# 19 Female- What to Expect from Boxing?



## athena09 (Mar 17, 2008)

Hey all,

So I'm a 19 year old girl from Canada and I'm planning to try boxing. I trained wing chun for the past three years, but my ma goals have changed a lot, and I'm no longer really interested in a method of self defense so much as an aggressive/high intensity form of exercise (I hope that description doesn't offend all you serious boxers out there :/ - that's just what I'd like boxing to be for me, as I wouldn't want to compete). On a sidenote, I'm overall fit, but my cardio probably sucks right now and I only weigh like, 120lbs.

Anyway, I'm wondering what I should expect my first few classes to be like- and if anyone has any advice (anything from womens' perspective would be especially appreciated ^_^). I plan on checking out a few clubs in town, so anything I should be looking out for (in the good or bad sense)? Or better yet, if anyone else is from Ottawa- which club would you recommend?

Thanks! =)


----------



## searcher (Mar 17, 2008)

I boxed for 7 years and coached boxing for a few years.  If you are wanting exercise, then that is great.   Not all boxing has to be competetive or about SD.   You should expect to have a short to moderate distance run, shadow boxing(most likely with jabs and crosses), bag work, and maybe some mitt work.   You will work for 1-2 hours and sweat a bunch.


----------



## IcemanSK (Mar 17, 2008)

I don't mean to scare you off, but this may happen. So trainers in serious boxing gyms want to see if you'll stick around by putting on a lot of pressure right away. My 1st boxing gym, I went in with a 17 year old TKD student of mine. Coach figured we wouldn't stay long so he he showed us how to do a jab, step, jab, cross. He then said, "Do these for the whole round until I come to get you." 

Well, 7 rounds later he came back to see how we were! My student was toast at round 3. I was really sore, but I wouldn't let on. Coach figured if I can handle that & come back the next day, I'd be worth training. I trained there for a number of years.

I hope you get a trainer who starts out slowly (unlike my friend). But there is a lot of folks who "want to box" & they find out that it's actually work. Many trainers employ the method I describe to weed out the less than serious folks. Under no circumstances get in the ring & spar in your 1st month! You want to learn, not be fresh meat for others.

I don't want to scare you away, but I wanted to give you an understanding how some trainers think. Some still haven't figured out that women belong in the gym. I hope the place that you train is welcoming & starts out relatively slowly.

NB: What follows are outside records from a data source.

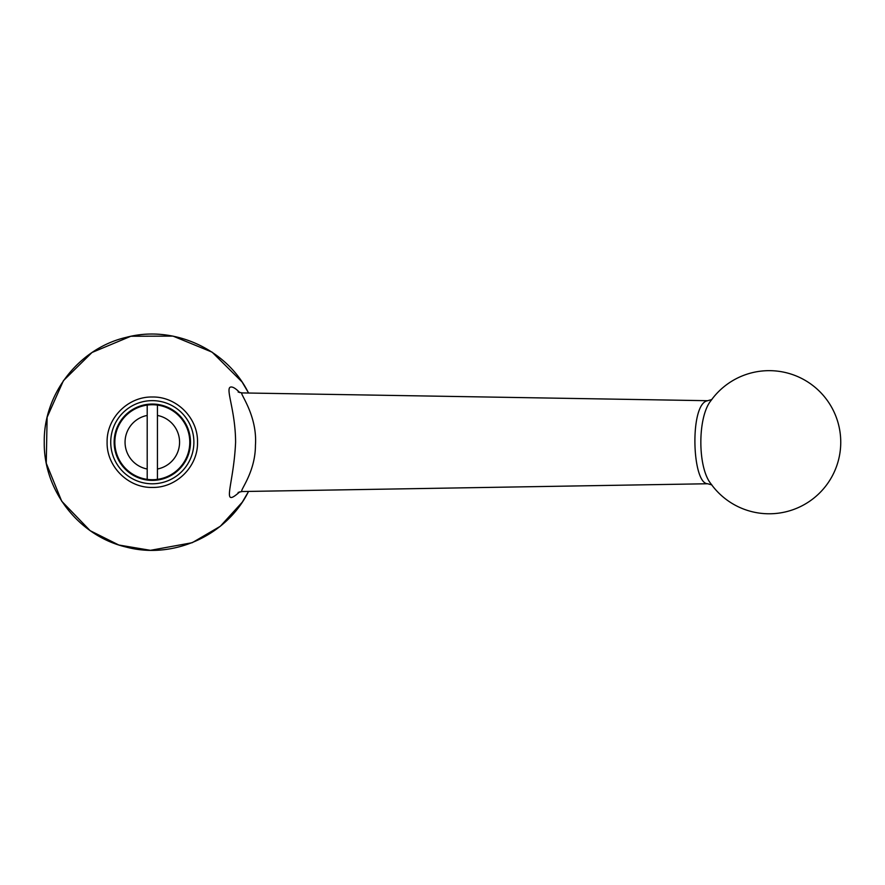 <?xml version="1.0" encoding="UTF-8"?>
<svg xmlns="http://www.w3.org/2000/svg" width="885" height="885" viewBox="0 0 885 885"><rect width="100%" height="100%" fill="white"/><g stroke="black" fill="none" stroke-linecap="round" stroke-linejoin="round"><path stroke-width="1.33" d="M147.198 469.006A27.269 27.269 0 0 1 147.198 415.441L147.198 405.087A37.491 37.491 0 0 0 147.198 479.36A37.491 37.491 0 0 0 157.43 479.36L157.43 405.087A37.491 37.491 0 0 0 147.198 405.087L147.198 479.36A37.491 37.491 0 0 0 157.43 479.36L157.43 469.006A27.269 27.269 0 0 0 157.43 415.441M157.43 405.595L157.43 405.087A37.491 37.491 0 0 1 157.43 479.36M152.309 480.389A38.166 38.166 0 0 0 185.374 423.141A38.166 38.166 0 0 0 119.254 423.141A38.166 38.166 0 0 0 152.309 480.389M197.521 442.223C198.107 417.963 176.436 396.414 152.286 397.011C128.126 396.447 106.488 418.008 107.107 442.279C106.51 466.428 128.192 488.044 152.309 487.425C176.469 488.022 198.107 466.45 197.521 442.223M248.53 393.028C227.025 349.099 173.36 324.651 126.068 337.395C79.141 348.292 43.487 393.869 44.25 442.091C43.465 490.611 78.964 536 126.035 547.03C173.25 559.762 226.991 535.447 248.53 491.418M239.802 491.806C220.498 508.897 233.651 486.219 235.598 442.223C235.465 408.804 224.237 386.579 231.383 386.999C233.419 387.055 236.218 388.935 239.802 392.641M242.103 392.918L241.693 393.051C240.775 394.754 257.491 416.558 255.433 445.365C255.4 472.999 239.005 491.341 242.025 491.529L238.131 492.414M710.81 400.805L710.81 400.805C697.557 417.123 697.491 467.18 710.81 483.641L710.821 483.652A71.574 71.574 0 0 0 840.75 442.223A71.574 71.574 0 0 0 710.81 400.805L710.832 400.783M711.872 484.914L707.646 483.752C692.324 483.774 689.57 407.41 706.285 401.071L711.861 399.544M152.309 483.796A41.584 41.584 0 0 0 188.317 421.426A41.584 41.584 0 0 0 116.3 421.426A41.584 41.584 0 0 0 152.309 483.796M248.585 491.418L242.28 502.171L220.332 526.265L192.189 542.715L150.428 550.326L118.822 545.016L90.148 530.679L61.707 501.209L46.263 463.264L47.115 417.277L63.443 380.638L92.018 352.484L130.891 336.245L173.029 336.112L212.112 352.153L242.07 381.955L248.596 393.028M238.142 392.033L242.025 392.918L707.646 400.706M707.646 483.752L242.025 491.529"/></g></svg>
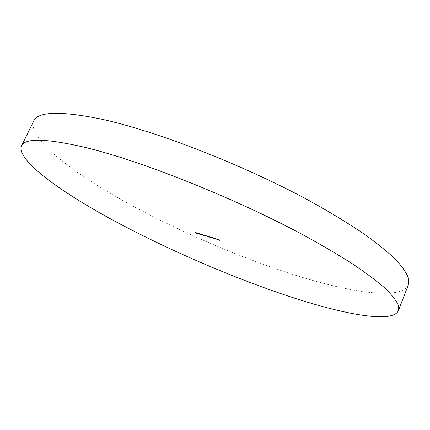 <?xml version="1.0" encoding="UTF-8"?>
<svg xmlns="http://www.w3.org/2000/svg" width="430" height="430" viewBox="0 0 430 430"><rect width="100%" height="100%" fill="white"/><g stroke="black" fill="none" stroke-linecap="round" stroke-linejoin="round"><path stroke-width="0.32" stroke-dasharray="2.15 1.61" d="M408.36 284.794C401.738 300.274 352.277 292.975 297.361 275.834C239.644 257.737 174.558 229.545 121.169 199.59C68.612 169.92 27.353 137.347 33.691 121.104M218.725 239.295L219.741 240.053L218.504 239.499L219.069 239.623L218.725 239.295L218.617 239.542M217.172 238.865L218.171 239.397L217.08 239.075M217.967 239.268L217.037 238.989L217.886 239.456M216.161 238.526L217.209 239.306L216.059 238.774M215.624 238.827L214.425 238.005L216.086 238.672L215.177 238.5L215.521 239.075M215.15 238.258L216.016 238.725L215.059 238.467M214.086 237.903L214.833 238.456L213.441 238.048L212.269 237.36L213.979 238.145M211.592 237.484L210.695 236.887L212.345 237.548L211.452 237.381L211.485 237.725M211.409 237.134L212.275 237.602L211.318 237.344M210.351 236.785L211.103 237.338L210.506 237.166L209.292 236.468L210.249 237.027M208.953 236.366L209.706 236.919L209.109 236.747L207.894 236.048L208.846 236.607M207.695 236.435L206.153 235.57L207.271 235.973L206.341 235.661L207.351 236.108L207.593 236.677M206.158 235.941L204.857 235.183L206.034 235.613L205.035 235.269L206.051 236.177M205.169 235.629L203.841 234.834L205.067 235.871M203.911 235.301L202.369 234.436L203.481 234.839L202.557 234.527L203.562 234.974L203.809 235.538M201.401 234.087L202.756 234.909L201.299 234.328M201.53 234.361L202.573 234.823L201.503 234.167L201.428 234.603M201.068 234.146L200.439 233.958L200.96 234.388M199.466 233.506L200.606 234.248L199.364 233.748M200.106 233.818L199.488 233.786M199.353 233.796L199.235 234.065M199.434 233.619L199.488 233.952M199.595 233.71L200.353 234.339M200.461 234.103L200.606 234.484M200.552 234.302L199.837 234.28M199.466 233.92L198.386 233.194L199.359 234.156M198.273 233.307L197.65 233.125L198.171 233.549M197.864 233.436L196.537 232.641L197.762 233.678M195.37 232.275L196.725 233.098L195.263 232.517M195.505 232.555L196.537 233.012L195.473 232.356L195.403 232.791"/><path stroke-width="0.64" d="M21.5 145.947L33.691 121.104C37.733 111.537 59.856 110.784 100.066 118.847C156.455 130.811 248.287 166.743 315.201 203.965C333.659 214.419 350.036 224.481 364.334 234.151C377.271 243.455 387.752 251.964 395.777 259.677C402.383 266.863 406.624 273.077 408.5 278.317L408.36 284.794L398.416 310.616C392.692 323.725 343.715 314.464 288.922 296.329C231.324 277.2 165.98 248.857 111.934 219.628C58.733 190.7 16.335 159.842 21.5 145.947C24.843 137.777 46.461 138.358 86.36 147.7C142.368 161.374 234.673 198.133 302.516 234.576C321.231 244.794 337.883 254.544 352.466 263.826C365.683 272.711 376.443 280.752 384.742 287.96C391.612 294.62 396.105 300.29 398.223 304.972L398.416 310.616M197.762 233.678L196.429 232.877L197.762 233.678M199.359 234.156L198.278 233.431L199.359 234.156M200.96 234.388L200.337 234.2L200.96 234.388M203.809 235.538L202.261 234.678L203.809 235.538M206.051 236.177L204.755 235.425L206.051 236.177M208.846 236.607L209.598 237.161L209.001 236.989L207.787 236.29L208.937 236.925L208.846 236.607M211.485 237.725L210.587 237.129L212.243 237.79L211.485 237.725M215.521 239.075L214.323 238.252L215.984 238.913L215.075 238.741L215.521 239.075M217.064 239.107L218.064 239.65L217.08 239.075M218.617 239.542L219.639 240.3L218.295 239.666L218.967 239.865L218.617 239.542M216.059 238.774L217.107 239.548L216.059 238.774M213.979 238.145L214.726 238.704L213.339 238.29L212.162 237.602L213.269 238.231L212.995 237.849L214.102 238.478L213.979 238.145M210.249 237.027L211.001 237.58L210.404 237.408L209.184 236.71L210.334 237.349L210.249 237.027M207.593 236.677L206.045 235.812L207.593 236.677M205.067 235.871L203.739 235.07L205.067 235.871M201.299 234.328L202.654 235.151L201.299 234.328M199.364 233.748L200.676 234.565L199.364 233.748M198.171 233.549L197.547 233.361L198.171 233.549M195.263 232.517L196.618 233.334L195.263 232.517M217.865 239.51L216.935 239.23L217.886 239.456M214.844 238.569L215.908 238.967L214.844 238.569M211.108 237.451L212.173 237.844L211.108 237.451M202.277 235.043L201.213 234.388L202.277 235.043M196.247 233.232L195.182 232.576L196.247 233.232"/></g></svg>
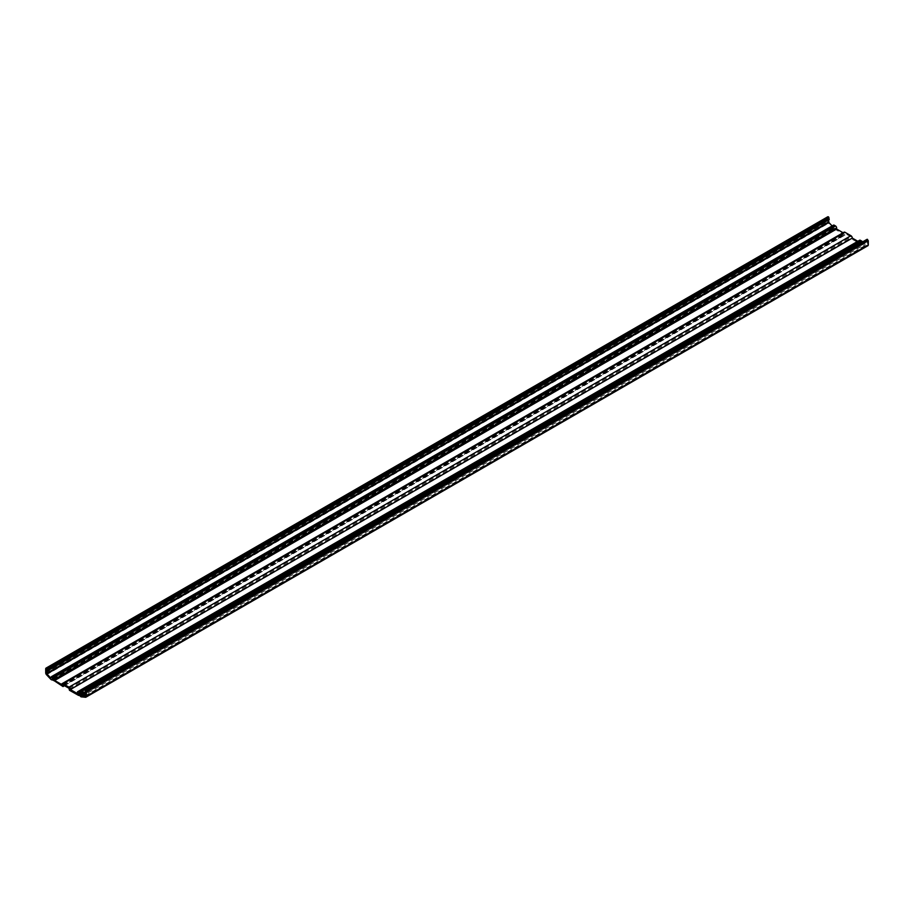<?xml version="1.0" encoding="UTF-8"?>
<svg xmlns="http://www.w3.org/2000/svg" width="914" height="914" viewBox="0 0 914 914"><rect width="100%" height="100%" fill="white"/><g stroke="black" fill="none" stroke-linecap="round" stroke-linejoin="round"><path stroke-width="0.69" stroke-dasharray="4.57 3.43" d="M85.379 693.155L867.317 241.707L866.735 240.69L867.523 241.136L867.523 240.325L866.975 239.559L85.036 691.007M85.379 695.714L867.317 244.267L867.317 241.707M867.9 245.717A1.931 1.12 60 0 1 867.466 245.809L863.01 245.398L860.68 241.844L860.52 243.958L851.391 238.817L850.923 236.84L845.016 233.436L844.959 235.104L835.419 229.471L835.259 227.163L834.368 226.718L834.196 228.626L832.928 228.032L828.472 223.29A1.931 1.12 60 0 1 827.638 221.359L827.638 217.189L45.7 668.637M832.106 225.941L833.042 226.626L833.157 225.861A1.554 0.891 60 0 1 833.477 225.152M843.085 232.762L843.645 233.093A1.931 1.12 60 0 1 844.045 232.202M77.37 693.577L859.309 242.13L857.835 241.285M859.309 242.13L859.309 240.953A1.554 0.891 60 0 1 859.628 240.245M862.508 241.947A1.554 0.891 60 0 1 862.782 242.964L863.33 244.221L867.317 244.267M61.706 684.54L843.645 233.093M46.683 670.807L828.621 219.36M46.477 669.208L828.427 217.749M53.515 680.245L835.453 228.797M53.515 679.742L835.03 228.546M79.689 694.514L860.908 243.49M79.689 694.023L860.485 243.238M85.036 691.464L866.975 240.005M85.573 691.772L867.523 240.325M85.573 692.584L867.523 241.136M85.505 691.727L866.735 240.69M84.991 692.926L866.929 241.479M84.796 692.584L866.735 241.136M85.356 695.874L867.089 244.541M85.379 693.36L863.33 244.221M84.808 692.652L862.782 243.49M84.796 692.138L862.782 242.964M77.37 692.412L859.309 240.953M51.218 677.308L833.157 225.861M51.218 677.822L833.157 226.375M51.218 677.617L832.608 226.478M45.7 672.807L827.638 221.359M46.534 674.738L828.472 223.29M50.921 679.422L832.86 227.974M50.99 679.479L832.928 228.032M51.972 680.05L833.911 228.603M53.515 679.159L834.311 228.374M834.505 226.729L52.566 678.177L834.311 226.843M53.32 678.611L835.259 227.163M53.515 678.953L835.453 227.506M53.092 680.245L835.03 228.797M53.48 680.919L835.419 229.471M62.426 686.083L844.365 234.635M62.575 686.265L844.525 234.818M64.186 685.511L845.004 234.715M63.34 685.032L844.685 233.927M63.077 684.883L845.016 233.436M68.984 688.288L850.923 236.84M69.315 689.167L851.254 237.72M68.996 689.59L850.934 238.143M69.521 690.219L851.391 238.817M69.635 690.241L851.574 238.794M78.581 695.405L860.52 243.958M79.689 694.766L860.908 243.73M860.68 241.844L78.741 693.292L860.485 241.947M79.495 693.726L861.434 242.279M79.689 694.069L861.639 242.621M79.689 695.6L861.639 244.152M80.089 696.274L862.028 244.826M81.072 696.845L863.01 245.398M81.14 696.868L863.079 245.42M85.528 697.256L867.466 245.809M85.265 695.965L867.203 244.518M51.093 678.085L833.042 226.626M53.515 679.342L834.196 228.626M52.418 678.165L834.368 226.718M64.506 685.694L844.959 235.104M62.803 684.849L844.742 233.401M79.689 694.948L860.794 243.992M78.604 693.269L860.542 241.822"/><path stroke-width="1.37" d="M52.361 678.291L52.247 680.073L50.99 679.479L46.534 674.738A1.931 1.12 60 0 1 45.7 672.807L45.7 668.637L46.637 668.385L46.911 673.926L50.67 677.925L51.218 677.308A1.554 0.891 60 0 1 51.538 676.6A1.554 0.891 60 0 1 52.304 676.668L53.595 677.423A1.554 0.891 60 0 1 54.691 679.319L54.691 680.484L61.706 684.54A1.931 1.12 60 0 1 62.106 683.649A1.931 1.12 60 0 1 63.077 683.752L68.984 687.157A1.931 1.12 60 0 1 70.355 689.533L77.37 693.577L77.37 692.412A1.554 0.891 60 0 1 77.69 691.704A1.554 0.891 60 0 1 78.467 691.772L79.758 692.515A1.554 0.891 60 0 1 80.843 694.412L81.392 695.668L85.265 695.965L84.796 692.138L85.505 691.727M52.566 678.177L53.515 679.742M80.843 694.412L84.796 692.138L85.573 692.584L85.425 690.778L86.362 692.115L86.362 696.285A1.931 1.12 60 0 1 85.962 697.165A1.931 1.12 60 0 1 85.528 697.256L81.072 696.845L79.689 695.6L79.495 693.726L78.604 693.269L78.581 695.405L69.453 690.264L68.984 688.288L63.077 684.883L63.02 686.551L53.092 679.993M866.975 239.559L868.3 240.668L868.3 244.826A1.931 1.12 60 0 1 867.9 245.717L85.962 697.165M827.638 217.189L828.575 216.938L828.964 218.069L47.025 669.516M46.477 670.019L828.427 218.389M828.427 218.572L829.147 219.6L47.265 670.922L829.204 219.474M46.911 673.926L828.849 222.479L828.621 219.897M828.849 222.479L832.106 225.941M51.538 676.6L833.477 225.152A1.554 0.891 60 0 1 834.242 225.221L835.533 225.975A1.554 0.891 60 0 1 836.63 227.872L836.63 229.037L843.085 232.762M62.106 683.649L844.045 232.202A1.931 1.12 60 0 1 845.016 232.305L850.923 235.709A1.931 1.12 60 0 1 852.294 238.086L857.835 241.285M77.69 691.704L859.628 240.245A1.554 0.891 60 0 1 860.405 240.325L861.696 241.068A1.554 0.891 60 0 1 862.508 241.947M70.355 689.533L852.294 238.086M54.691 680.484L836.63 229.037M47.265 670.465L829.204 219.017M78.97 694.937L79.689 694.514M78.547 694.686L79.689 694.023M81.392 695.668L85.379 693.36M80.843 694.937L84.808 692.652M79.758 692.515L861.696 241.068M78.467 691.772L860.405 240.325M68.984 687.157L850.923 235.709M63.077 683.752L845.016 232.305M54.691 679.319L836.63 227.872M53.595 677.423L835.533 225.975M52.304 676.668L834.242 225.221M46.683 673.367L828.621 221.919M47.025 669.071L828.964 217.623M46.637 668.385L828.575 216.938M46.386 668.248L828.324 216.789M52.361 679.822L53.515 679.159M63.066 686.163L64.186 685.511M62.746 685.374L63.34 685.032M78.97 695.188L79.689 694.766M86.362 696.285L868.3 244.826M86.362 692.115L868.3 240.668M85.676 690.927L867.615 239.479M85.425 690.778L867.363 239.331M47.208 671.047L829.147 219.6M45.906 668.191L827.844 216.744M52.247 680.073L53.515 679.342M63.02 686.551L64.506 685.694M78.855 695.44L79.689 694.948M85.151 690.756L867.089 239.308"/></g></svg>

My best to you. Let me know how it goes!


----------



## athena09 (Mar 17, 2008)

Thanks searcher, I feel like I have a good idea of what a training session might be like because of your reply =)

And IcemanSK, hah, don't worry, you won't scare me off that easily  That sounds rough for a first session, cudos for sticking it out. I do understand it in a way though, I mean, who would want to teach a student who's not serious about training? Thanks for the heads up anyway- I'll giver all I've got


----------